Judith Oberngruber-Spenger arbeitet seit 35 Jahren mit Pferden.
Judith Oberngruber-Spenger arbeitet seit 35 Jahren mit Pferden. / Foto: Valerie Oberreiter

Judith Oberngruber-Spenger ist Trainerin, geprüfte Übungsleiterin Reiten mit mehr als 35 Jahren Pferde-Erfahrung und Expertin für Trauma- und Krisenbewältigung. Sie entwickelte die Methode der Selbst-Aktivierung, um Probleme bzw. negative Verhaltensmuster durch neue, positive zu ersetzen. In ihren Workshops setzt sie auch ihre Pferde als Co-Trainer ein, um Vertrauen zu schaffen, Unbewusstes sichtbar zu machen und individuelle Stärken zu fördern.


Quetschen, Boxen, Schieben, Wackeln,...und das Pferd bewegt sich immer noch nicht schneller! Häufig erlebt man dann den Griff zu „schärferen“ Waffen.

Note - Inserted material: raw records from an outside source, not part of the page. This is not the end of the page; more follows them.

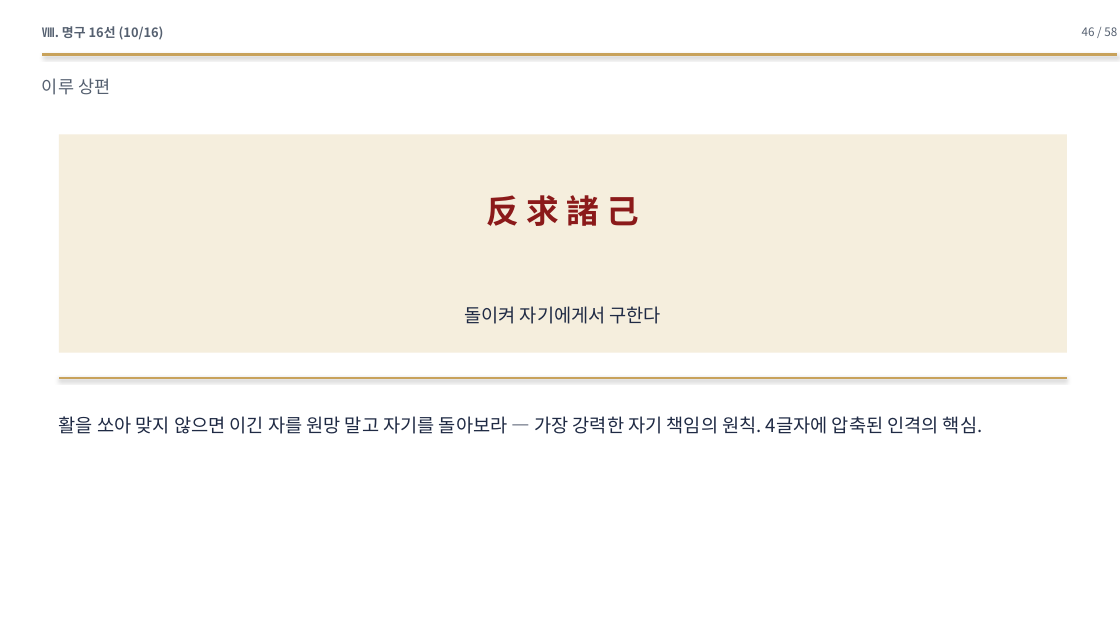
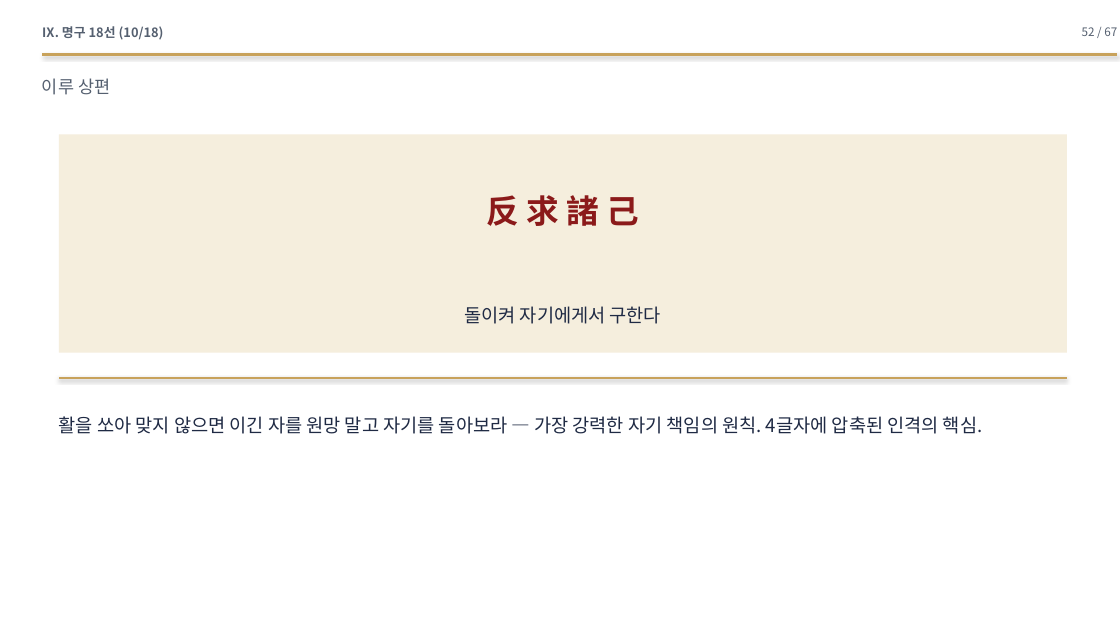
Before and after one commit to hpark1947/Oriental-Classics2, a slide deck: slide 52 of 발표자료/맹자_발표자료.pptx (slide 46 before the commit). Drawn at 1120x630 pixels with LibreOffice and Linux fonts; fonts in the diff are those of the drawing. Boxes give left, top, right and bottom in pixels: in the first picture for what was removed or moved away, otherwise in the second. Text is boxed around its words. In the diff, an @@ line names an element or a change of style, - is before the commit and + after.

```diff
--- a/발표자료/맹자_발표자료.pptx
+++ b/발표자료/맹자_발표자료.pptx
@@ text at (42, 26, 164, 40): text changed @@
-Ⅷ. 명구 16선 (10/16)
+Ⅸ. 명구 18선 (10/18)
@@ text at (1082, 27, 1117, 36): text changed @@
-46 / 58
+52 / 67
```
Also in this commit, not shown: 55 other slides changed, 9 slides added, 1 other file.

Wie schwer richtiges und vor allem effektvolles Treiben ist, sieht man auf nahezu jedem Reitplatz. Richtiges Treiben zu erklären ist genauso schwer, da es – wie bei allem im Austausch mit einem Lebewesen – eine Sache des Gefühls ist.

Mein erster Tipp wäre: Das Pferd zuallererst nicht zu behindern!

Jetzt spüre ich förmlich die Proteste meiner LeserInnen auf mich einprasseln. Aber tatsächlich würde das Pferd auch unter dem Reiter von sich aus vorwärts gehen, immer vorausgesetzt, es ist gesund und der Sattel passt einigermaßen, denn warum sollte es sich sträuben und weigern. Das Pferd ist ein Bewegungstier und hat normalerweise nichts dagegen zu gehen und zu laufen.

Hier einige Tipps, was man zuallererst überprüfen kann:

1.    Die Verbindung zum Pferdemaul: eine gleichmäßige und weiche Verbindung zum Pferdemaul oder dem trensenlosen Reithalfter wäre wichtig.
a.    Hängen die Zügel zeitweise durch, fürchtet sich das Pferd davor immer wieder einen unangenehmen Ruck im Maul zu erhalten.
b.    Wird an den Zügeln gezogen (nach rückwärts eingewirkt) versteift sich die Muskulatur des Pferdes von vorne, den Ganaschen über das Genick, dem Rücken bis nach hinten zum Schweifansatz. Es kann nur noch verhalten vorwärts gehen.
c.    Befindet sich der Reiter nicht in Balance, wird er sich immer wieder am Zügel festhalten. Beide oberen Punkte kommen zum Tragen.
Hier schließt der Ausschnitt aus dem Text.